ABC analysis is tool for classifying items by contribution to financial result.
ABC restaurant menu analysis methodology distributes dishes by categories depending on their impact on sales and profit. Group A — items that bring greatest profit with small number of names. Group B — average contribution. Group C — minimal impact with large assortment volume. Restaurant accounting system automatically collects sales data for conducting ABC analysis for any period.
What is ABC Analysis and Pareto Principle in Restaurant
ABC analysis helps identify most popular and profitable menu items through classification by objective parameters. Method based on Pareto principle — 80% of result comes from 20% of efforts. In restaurant context this means small portion of dishes generates main revenue.
Category A includes 10-20% of menu items that bring 70-80% of restaurant profit. These are sales hits with high margin and stable customer demand. Maximum attention paid to such dishes — quality control, recipe stability, staff training in proper presentation.
Group B dishes constitute 30-40% of menu and give 15-20% profit. Average popularity and average margin. These items support menu variety but aren’t foundation of financial result. Require periodic review for possible transfer to category A through presentation improvement or cost adjustment.
Category C dish sales bring only 5-10% profit while occupying 40-50% of menu. Low popularity, low margin, rare orders. Candidates for menu exclusion or radical dish concept rethinking.
Conducting Effective Sales ABC Analysis
ABC analysis conducting process begins with collecting sales data for month or quarter. Detailing needed for each item — sales quantity, revenue, cost, net profit. Analysis period chosen considering business seasonality.
Quarter gives more stable picture than month, smooths random demand spikes. For cafe with pronounced seasonality makes sense to conduct analysis separately for summer and winter periods. Dish popularity structure can change dramatically.
Software for order taking records every sale automatically with cost linkage through recipe cards. Data accumulates without manual entry, calculation accuracy doesn’t depend on human factor.
Classification indicator chosen depending on analysis goals. By revenue — which dishes bring more money. By profit — which give maximum margin. By sales quantity — what’s ordered more often. Optimal to analyze by profit as this is business ultimate goal.
Applying Analysis Results for Menu Optimization
Optimizing menu means concentrating on developing category A dishes and reviewing group C items. Sales hits placed in first menu positions, highlighted visually, actively recommended by waiters. Investments in ingredient quality for category A fully justified.
Which dishes fall into deletion category determined not only by sales numbers. Some group C items support establishment image or complement main dishes. Side dishes rarely sold as standalone item but mandatory as main dish addition.
Increasing profit possible through price adjustment on dishes with low margin but high demand. If item popular among guests, can raise price by 10-15% and track order quantity change. Often demand remains stable while profit grows.
Reducing category B dish costs possible through recipe review or finding profitable suppliers. Replacing expensive ingredients with more affordable alternatives without taste loss transfers item to more profitable category. Important to test changes before mass implementation.
Strategies for Working with Different Dish Categories
Strategy for group A — maximum stability and quality. Any recipe changes undergo thorough testing. Ingredient stock maintained at level excluding deficit. Staff trained in perfect presentation of these dishes.
Promoting category B items through marketing efforts and special offers. Combos with popular dishes, certain weekday promotions, waiter recommendations. Goal — increase sales quantity to category A level.

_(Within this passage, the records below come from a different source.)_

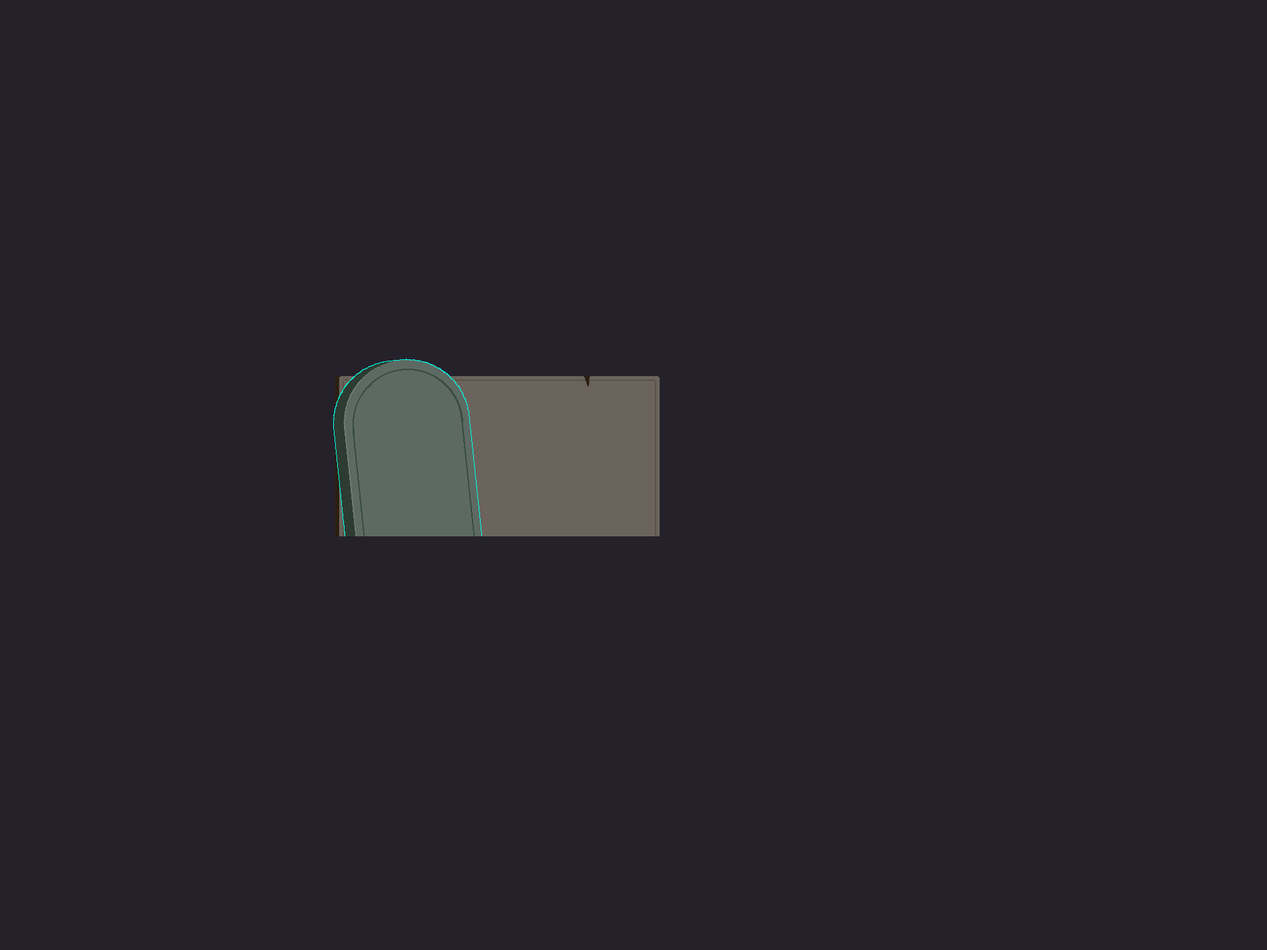
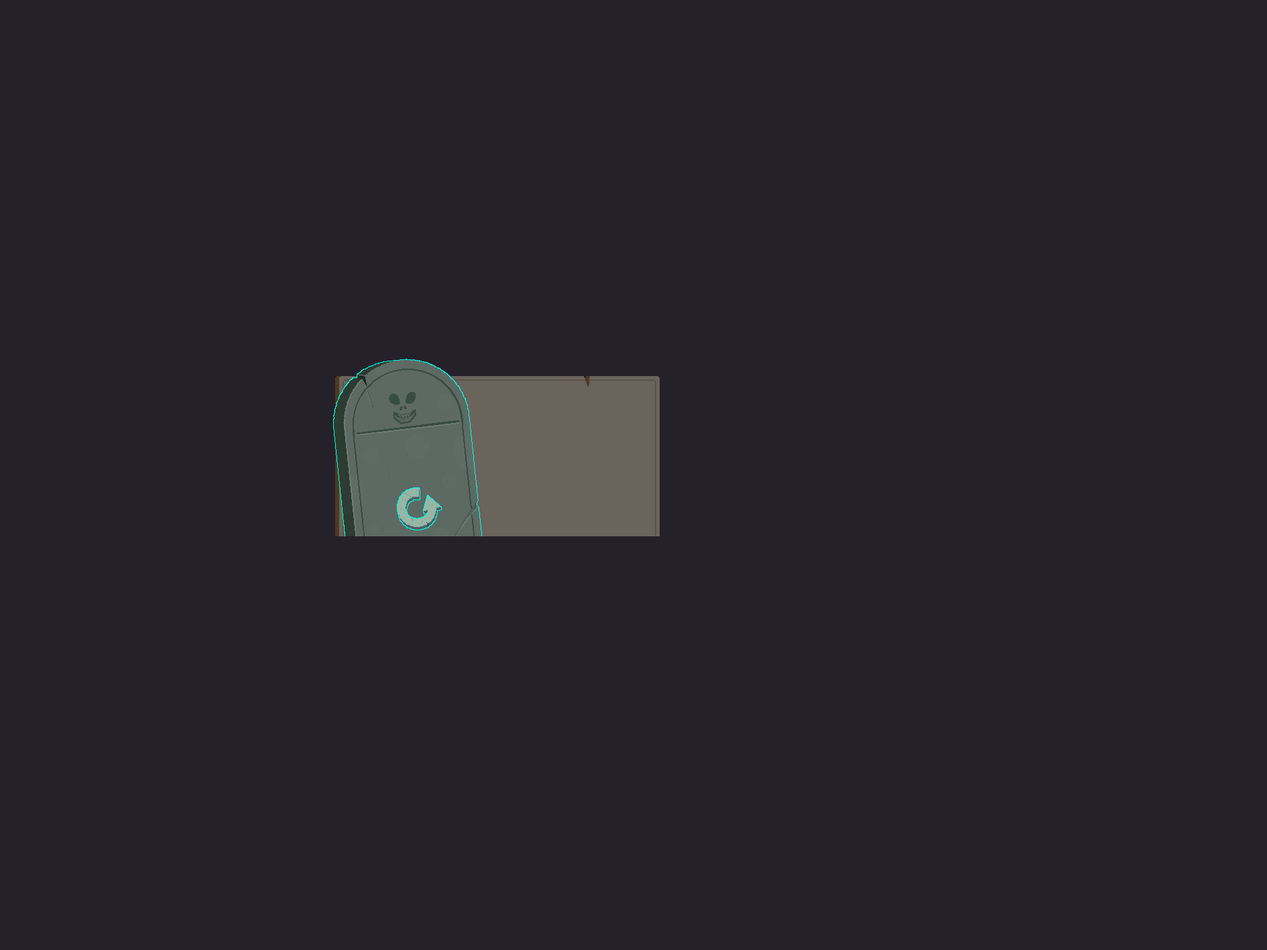
Layers edited between the first and the second 1267×950 image:
added layer "Calque 15" above "Calque 16" over left=388, top=392, right=417, bottom=425
added layer "Calque 16" above "Calque 2" over left=356, top=422, right=460, bottom=436
added layer "Calque 13" above "Calque 8 copie" over left=400, top=490, right=433, bottom=527
added layer "Calque 8 copie" above "Calque 8" over left=396, top=487, right=442, bottom=531
added layer "Calque 7 copie" above "Calque 7" over left=397, top=487, right=442, bottom=527
added layer "Calque 7" above "Calque 6" over left=397, top=487, right=442, bottom=530
added layer "Calque 6" above "Calque 5" over left=356, top=420, right=460, bottom=435
painted on "Calque 5" over left=352, top=429, right=475, bottom=537
removed layer "Calque 4 copie" over left=462, top=459, right=475, bottom=535
removed layer "Calque 4" over left=352, top=431, right=365, bottom=513
added layer "Calque 9" above "Calque 12" over left=357, top=374, right=367, bottom=387
added layer "Calque 12" (23%) above "Calque 11" over left=351, top=363, right=478, bottom=537
added layer "Calque 11" (color dodge, 4%) above "Calque 10" over left=339, top=362, right=475, bottom=537
added layer "Calque 10" above "Calque 1" over left=361, top=379, right=479, bottom=537
painted on "Calque 1" over left=353, top=374, right=479, bottom=507
painted on "Calque 1 copie 4" over left=353, top=374, right=480, bottom=507
painted on "Calque 3 copie" over left=335, top=376, right=590, bottom=537

Choosing what to do with group C — delete completely or try reformatting. Perhaps dish unpopular due to unsuccessful name, missing menu photo, incorrect presentation. Test changes for 2-3 weeks show whether potential exists.
Food cost control critical for all categories. Product cost share in dish price should remain within 28-35% for food service. Exceeding signals problems with pricing or purchasing.
Data Collection Automation and Regular Monitoring
Analyzing sales manually through tables takes 8-10 work hours for 100-item menu. Automation reduces time to 15-20 minutes for report generation and interpretation. Restasystem generates ABC analysis in few clicks based on accumulated data.
Each item turnover tracked in real time. Owner sees sales dynamics, can notice dish popularity drop at early stage. Quick reaction allows fixing situation before serious profit losses.
Syrve financial accounting connects sales with ingredient purchases and supplier work. You can see how product price change affects specific dish margin. Analytics section shows complete menu item profitability picture.
Analyzing results needs to be regular. Monthly ABC analysis reveals trends, quarterly shows sustainable changes. Seasonal demand fluctuations considered through comparison with last year’s similar periods.
Menu effectiveness increase achieved through systematic analysis-based approach. Keep only profitable and popular dishes in menu, remove outsiders, test novelties. Decisions built on data, not intuition or owner personal preferences. Increasing restaurant profit possible by 15-25% through assortment optimization based on ABC analysis results without increasing guest number or average check.